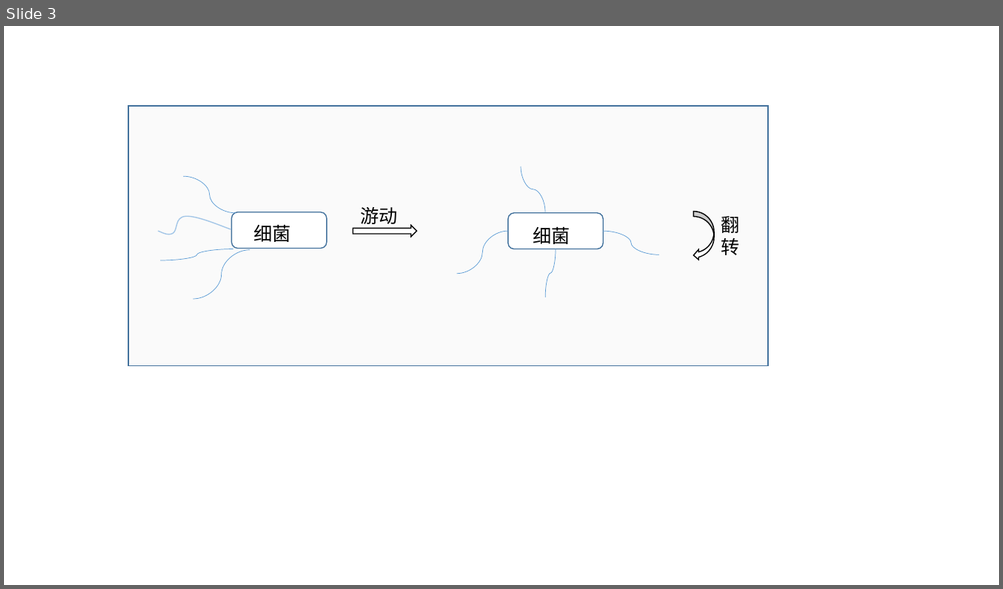
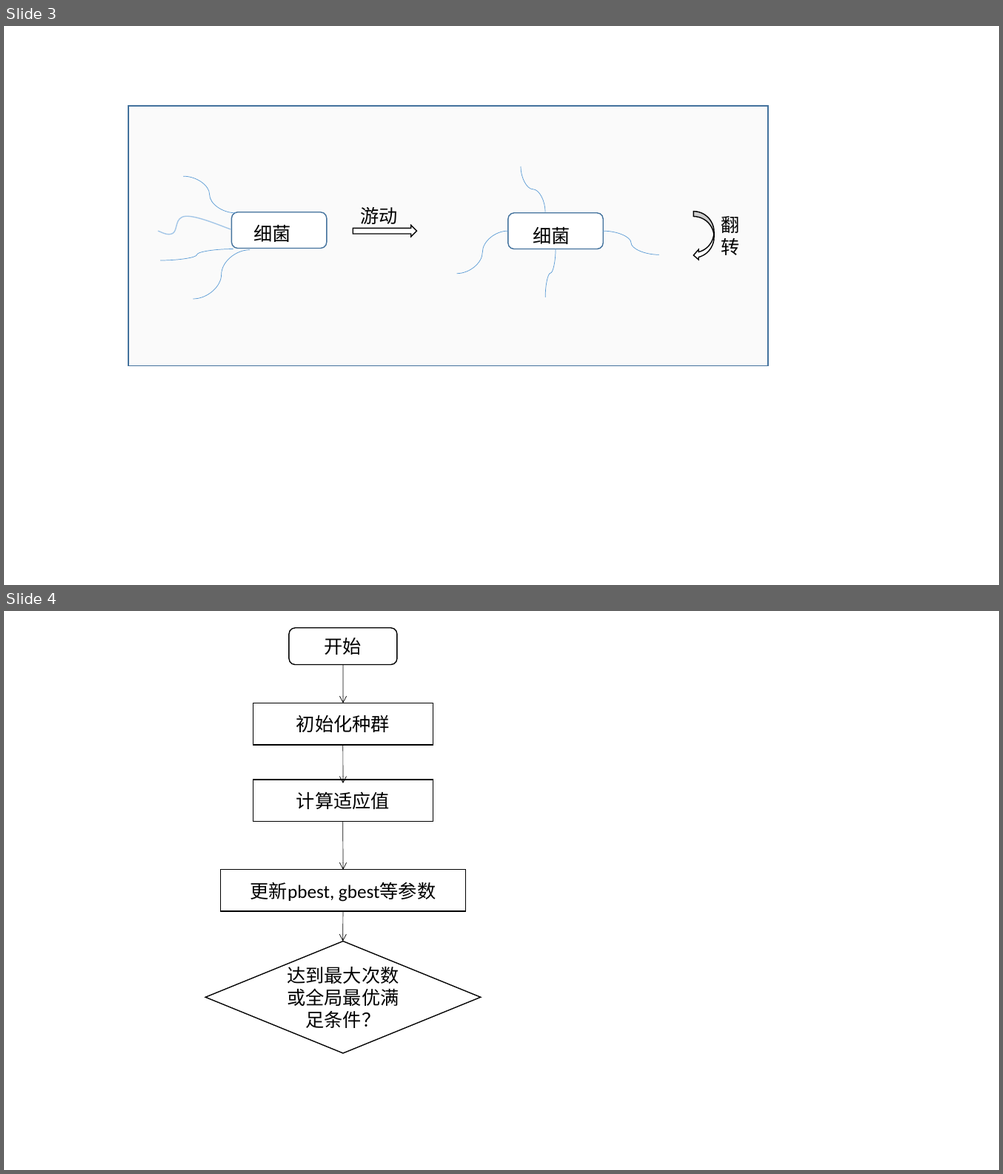
Before and after one commit to jiaobendaye/biye_paper, a slide deck: figures/huatu.pptx. Shown one above the other, each under a label of ours: slide 3 before the commit, slides 3 and 4 after it. The pictures are 1003x589 and 1003x1174 pixels, drawn with LibreOffice and Linux fonts; fonts in the diff are those of the drawing. Boxes give left, top, right and bottom in pixels: in the first picture for what was removed or moved away, otherwise in the second. Text is boxed around its words. In the diff, an @@ line names an element or a change of style, - is before the commit and + after.

```diff
--- a/figures/huatu.pptx
+++ b/figures/huatu.pptx
@@ slide 4 added at bbox=[4, 611, 999, 1170], background #FFFFFF @@
@@ rounded rectangle added at bbox=[289, 628, 397, 665], fill #FFFFFF, outline #000000 1 pt, 18 pt, text #000000 @@
+开始
@@ arrow added from (343, 665) to (343, 703), #000000 0.5 pt @@
@@ rectangle added at bbox=[253, 703, 433, 745], fill #FFFFFF, outline #000000 1 pt, 18 pt, text #000000 @@
+初始化种群
@@ arrow added from (343, 745) to (343, 783), #000000 0.5 pt @@
@@ rectangle added at bbox=[253, 780, 433, 821], fill #FFFFFF, outline #000000 1 pt, 18 pt, text #000000 @@
+计算适应值
@@ arrow added from (343, 821) to (343, 870), #000000 0.5 pt @@
@@ rectangle added at bbox=[220, 870, 465, 911], fill #FFFFFF, outline #000000 1 pt, 18 pt, text #000000 @@
+更新pbest, gbest等参数
@@ arrow added from (343, 911) to (343, 942), #000000 0.5 pt @@
@@ diamond added at bbox=[205, 942, 481, 1054], fill #FFFFFF, outline #000000 1 pt, 18 pt, text #000000 @@
+达到最大次数或全局最优满足条件？
```
Also in this commit, not shown: 13 other files.
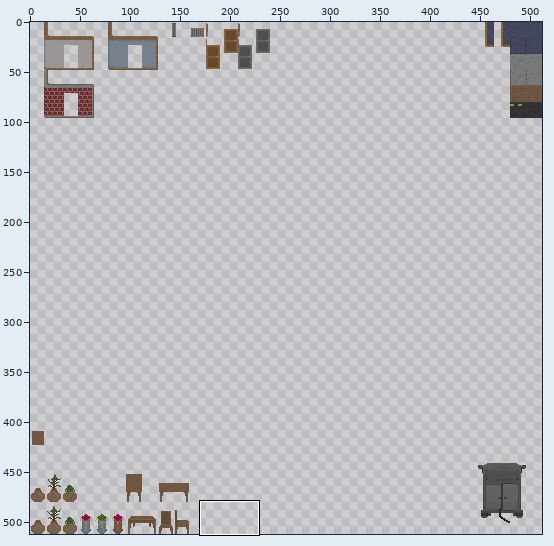
Sprite sheet: atlas/environment.png. Above, an overview of the earlier version with the close-up marked.
Close-up. Before the commit:
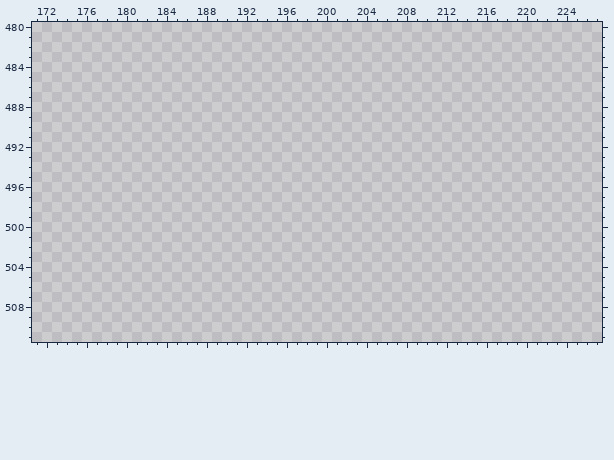
The file is 512x512 pixels. Pixels under 10% opacity are left out. Colours within 5 levels of each other are drawn and written as one. Shown: x 171..227, y 480..511. The commit also changed other parts of the picture, which this record leaves out.
And afterwards:
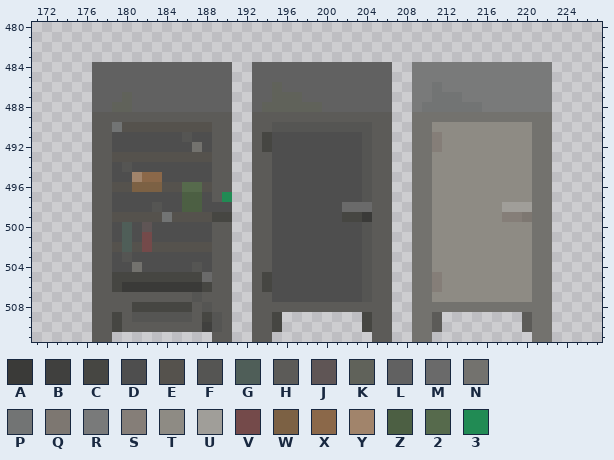
Palette (. is transparent): A #3a3a38  B #40403e  C #464642  D #4e4e4e  E #55524d  F #555553  G #4f5e58  H #5c5b58  J #5f5555  K #60625a  L #616161  M #6a6a6a  N #73726e  P #727474  Q #7d7771  R #797a7a  S #857e78  T #8e8b84  U #a09e99  V #744a4a  W #7c6144  X #8b6849  Y #a1846b  Z #4c5f43  2 #566a4c  3 #218b54
Change:
Changed rows in their new state; - is an unchanged pixel.
first column x 177:
484 LLLLLLLLLLLLLL--LLLLLLLLLLLLLL--RRRRRRRRRRRRRR
485 LLLLLLLLLLLLLL--LLLLLLLLLLLLLL--RRRRRRRRRRRRRR
486 LLLLLLLLLLLLLL--LLKLLLLLLLLLLL--RRPRRRRRRRRRRR
487 LLLKLLLLLLLLLL--LLKKKLLLLLLLLL--RRPPPRRRRRRRRR
488 LLKKLLLLLLLLLL--LKKKKKKLLLLLLL--RPPPPPPRRRRRRR
489 HHHHHHHHHHHHHH--HHHHHHHHHHHHHH--NNNNNNNNNNNNNN
490 HHPEEEEEEEEEHH--HHFFFFFFFFFFHH--NNTTTTTTTTTTNN
491 HHDDDDDDDFDDHH--HCDDDDDDDDDFHH--NNSTTTTTTTTTNN
492 HHDDDDDDDDNDHH--HCDDDDDDDDDFHH--NNSTTTTTTTTTNN
493 HHEEEEEEEEEEHH--HHDDDDDDDDDFHH--NNTTTTTTTTTTNN
494 HHDFDDDDDDDDHH--HHDDDDDDDDDFHH--NNTTTTTTTTTTNN
495 HHDDYXXDDDDDHH--HHDDDDDDDDDFHH--NNTTTTTTTTTTNN
496 HHEEWWWEE22EHH--HHDDDDDDDDDFHH--NNTTTTTTTTTTNN
497 HHDDDDDDDZZDH3--HHDDDDDDDDDFHH--NNTTTTTTTTTTNN
498 HHDDDDFDDZZDDD--HHDDDDDDDMMMHH--NNTTTTTTTUUUNN
499 HHEEEEEPEEEECC--HHDDDDDDDCCAHH--NNTTTTTTTSSQNN
500 HHDGDJDDDDDDHH--HHDDDDDDDDDFHH--NNTTTTTTTTTTNN
501 HHDGDVDDDDDDHH--HHDDDDDDDDDFHH--NNTTTTTTTTTTNN
502 HHEGEVEEEEEEHH--HHDDDDDDDDDFHH--NNTTTTTTTTTTNN
503 HHDFDDDDDDDDHH--HHDDDDDDDDDFHH--NNTTTTTTTTTTNN
504 HHDDNDDDDDFDHH--HHDDDDDDDDDFHH--NNTTTTTTTTTTNN
505 HHCCCCCCCCCMHH--HCDDDDDDDDDFHH--NNSTTTTTTTTTNN
506 HHCAAAAAAAACHH--HCDDDDDDDDDFHH--NNSTTTTTTTTTNN
507 HHHHHHHHHHFHHH--HHDDDDDDDDDFHH--NNTTTTTTTTTTNN
508 HHHHCCCCCCHFHH--HHHHHHHHHHHHHH--NNNNNNNNNNNNNN
509 HHCHFFFFFFHCFH--HHC--------CHH--NNH--------HNN
510 HHCHHHHHHHHBFH--HHC--------CHH--NNH--------HNN
511 HH----------HH--HH----------HH--NN----------NN
Boxes around the changes in both close-ups, in picture pixels (x1, y1, x2, y2):
added: (92, 62, 552, 342)
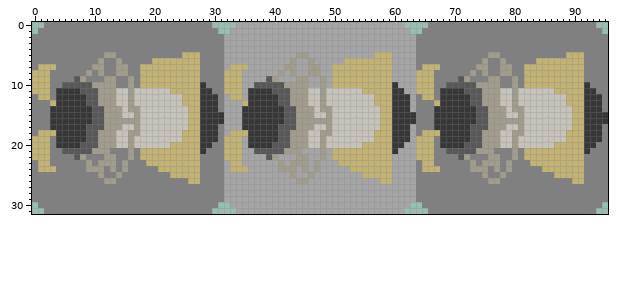
Sprite sheet -- Super Probe Quest/assets/images/component/buttonsprites/comp_swap_d.png. Above is the file before it was changed.
The file is 192x64 pixels, drawn in blocks of 2x2; one block is one cell here.
Now the later version:
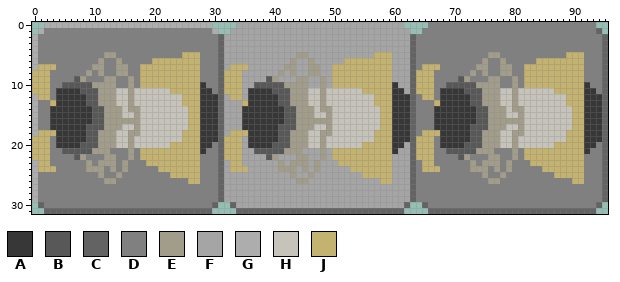
Palette (. is transparent): A #373737  B #585858  C #636363  D #808080  E #a29d8b  F #a5a5a5  G #adadad  H #c6c4ba  J #c4b270
Change:
Changed rows in their new state; - is an unchanged pixel.
first column x 0:
 0 --GGGGGGGGGGGGGGGGGGGGGGGGGGGG------------------------------------------------------------------
 1 -G----------------------------G---------------------------------------------------------------C-
 2 G------------------------------C-------------------------------C-------------------------------C
 3 G------------------------------C-------------------------------C-------------------------------C
 4 G------------------------------C-------------------------------C-------------------------------C
 5 G------------------------------C-------------------------------C-------------------------------C
 6 G------------------------------C-------------------------------C-------------------------------C
 7 G------------------------------C-------------------------------C-------------------------------C
 8 -------------------------------C-------------------------------C-------------------------------C
 9 -------------------------------C-------------------------------C-------------------------------C
10 -------------------------------C-------------------------------C-------------------------------C
11 -------------------------------C-------------------------------C-------------------------------C
12 G------------------------------C-------------------------------C-------------------------------C
13 G------------------------------C-------------------------------C-------------------------------C
14 G------------------------------C-------------------------------C-------------------------------C
15 G------------------------------C-------------------------------C-------------------------------C
16 G------------------------------C-------------------------------C-------------------------------C
17 G------------------------------C-------------------------------C-------------------------------C
18 G------------------------------C-------------------------------C-------------------------------C
19 -------------------------------C-------------------------------C-------------------------------C
20 -------------------------------C-------------------------------C-------------------------------C
21 -------------------------------C-------------------------------C-------------------------------C
22 -------------------------------C-------------------------------C-------------------------------C
23 G------------------------------C-------------------------------C-------------------------------C
24 G------------------------------C-------------------------------C-------------------------------C
25 G------------------------------C-------------------------------C-------------------------------C
26 G------------------------------C-------------------------------C-------------------------------C
27 G------------------------------C-------------------------------C-------------------------------C
28 G------------------------------C-------------------------------C-------------------------------C
29 G------------------------------C-------------------------------C-------------------------------C
30 -C----------------------------C--C----------------------------C--C----------------------------C-
31 --CCCCCCCCCCCCCCCCCCCCCCCCCCCC----CCCCCCCCCCCCCCCCCCCCCCCCCCCC----CCCCCCCCCCCCCCCCCCCCCCCCCCCC--
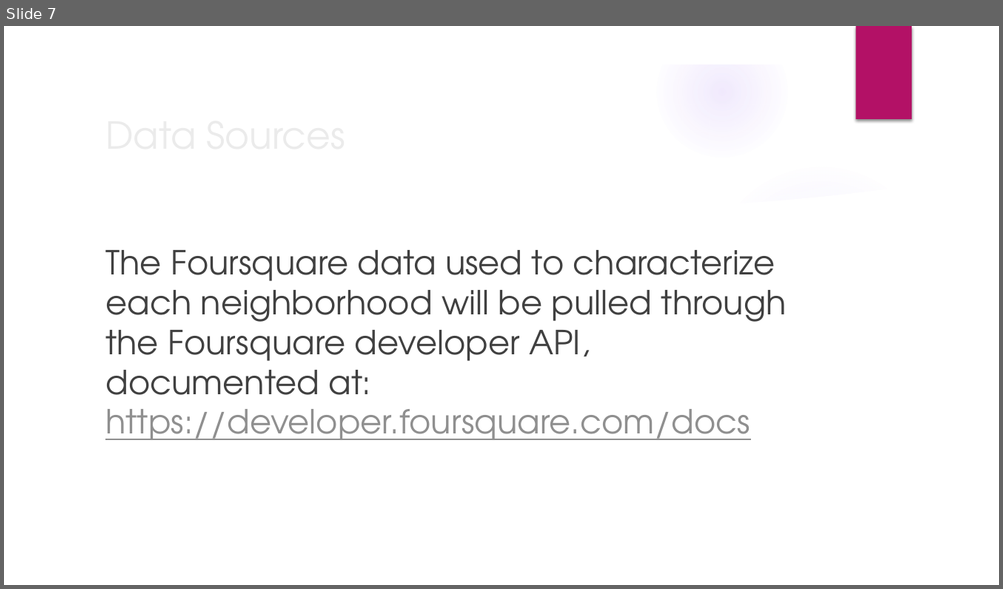
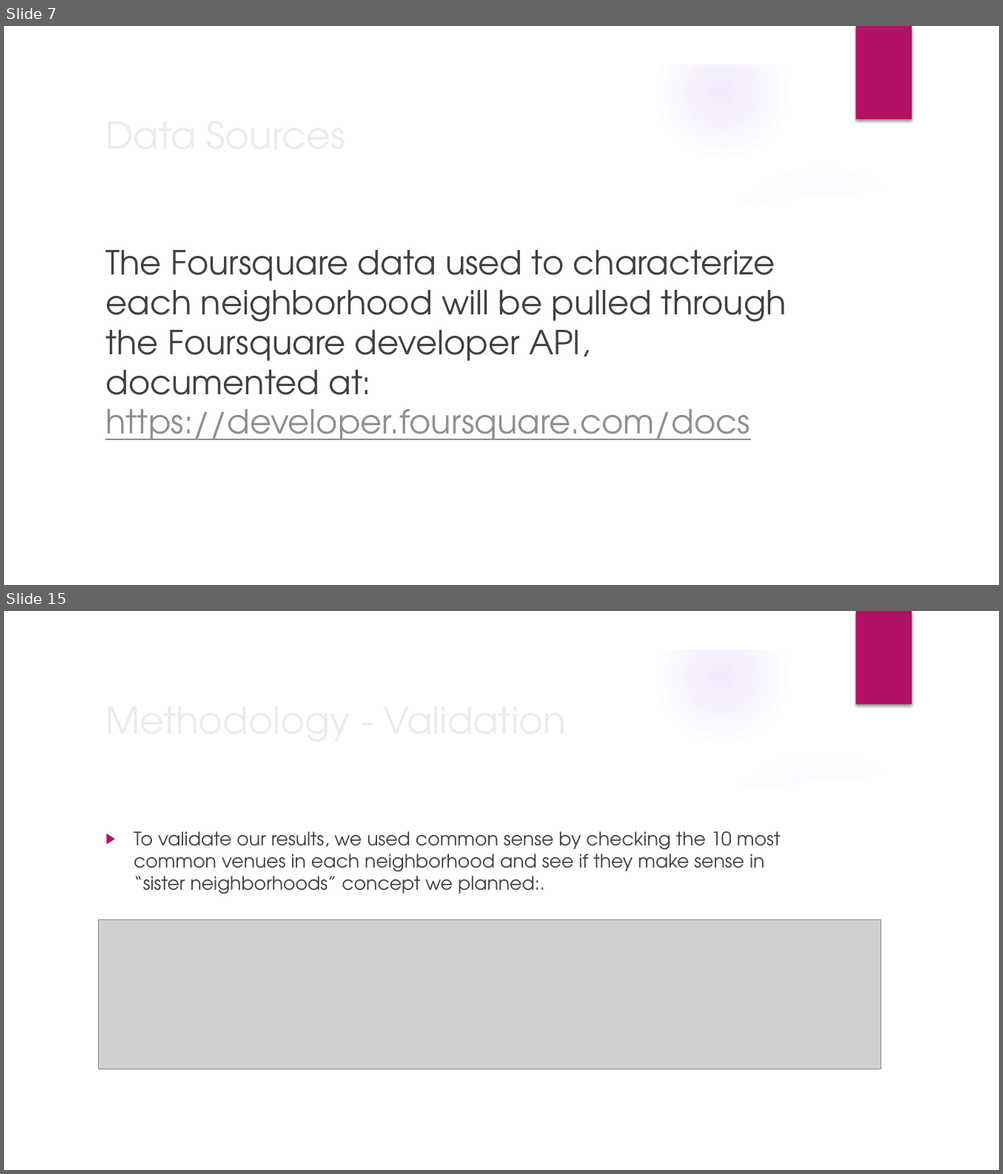
Before and after one commit to IlyaTurian/Coursera_Capstone, a slide deck: Capstone – Recommending Relocation Neighborhood.pptx. Shown one above the other, each under a label of ours: slide 7 before the commit, slides 7 and 15 after it; the slides between them are not shown. The pictures are 1003x589 and 1003x1174 pixels, drawn with LibreOffice and Linux fonts; fonts in the diff are those of the drawing; grey boxes stand for pictures; background and template pictures are left out. Boxes give left, top, right and bottom in pixels: in the first picture for what was removed or moved away, otherwise in the second. Text is boxed around its words. In the diff, an @@ line names an element or a change of style, - is before the commit and + after.

```diff
--- a/Capstone – Recommending Relocation Neighborhood.pptx
+++ b/Capstone – Recommending Relocation Neighborhood.pptx
@@ slide 15 added at bbox=[4, 611, 999, 1170], background picture (left out); not listed: 9 template elements that a slide beside it also shows @@
@@ title added at bbox=[98, 690, 813, 748], 36 pt, text #EBEBEB @@
+Methodology - Validation
@@ text added at bbox=[134, 832, 780, 894], 18 pt, text #404040 @@
+▶ To validate our results, we used common sense by checking the 10 most common venues in each neighborhood and see if they make sense in “sister neighborhoods” concept we planned:.
@@ picture added at bbox=[98, 920, 881, 1069] @@
```
Also in this commit, not shown: 15 other slides added, 3 other files.

===

Task directions
Whatever pictures the records hold, omit them; give again exactly the lines from the one containing "510 HHCHHHHHHHHBFH--HHC--------CHH--NNH--------HNN" through the one containing "Sprite sheet -- Super".

Finished exercise
510 HHCHHHHHHHHBFH--HHC--------CHH--NNH--------HNN
511 HH----------HH--HH----------HH--NN----------NN
Boxes around the changes in both close-ups, in picture pixels (x1, y1, x2, y2):
added: (92, 62, 552, 342)
Sprite sheet -- Super Probe Quest/assets/images/component/buttonsprites/comp_swap_d.png. Above is the file before it was changed.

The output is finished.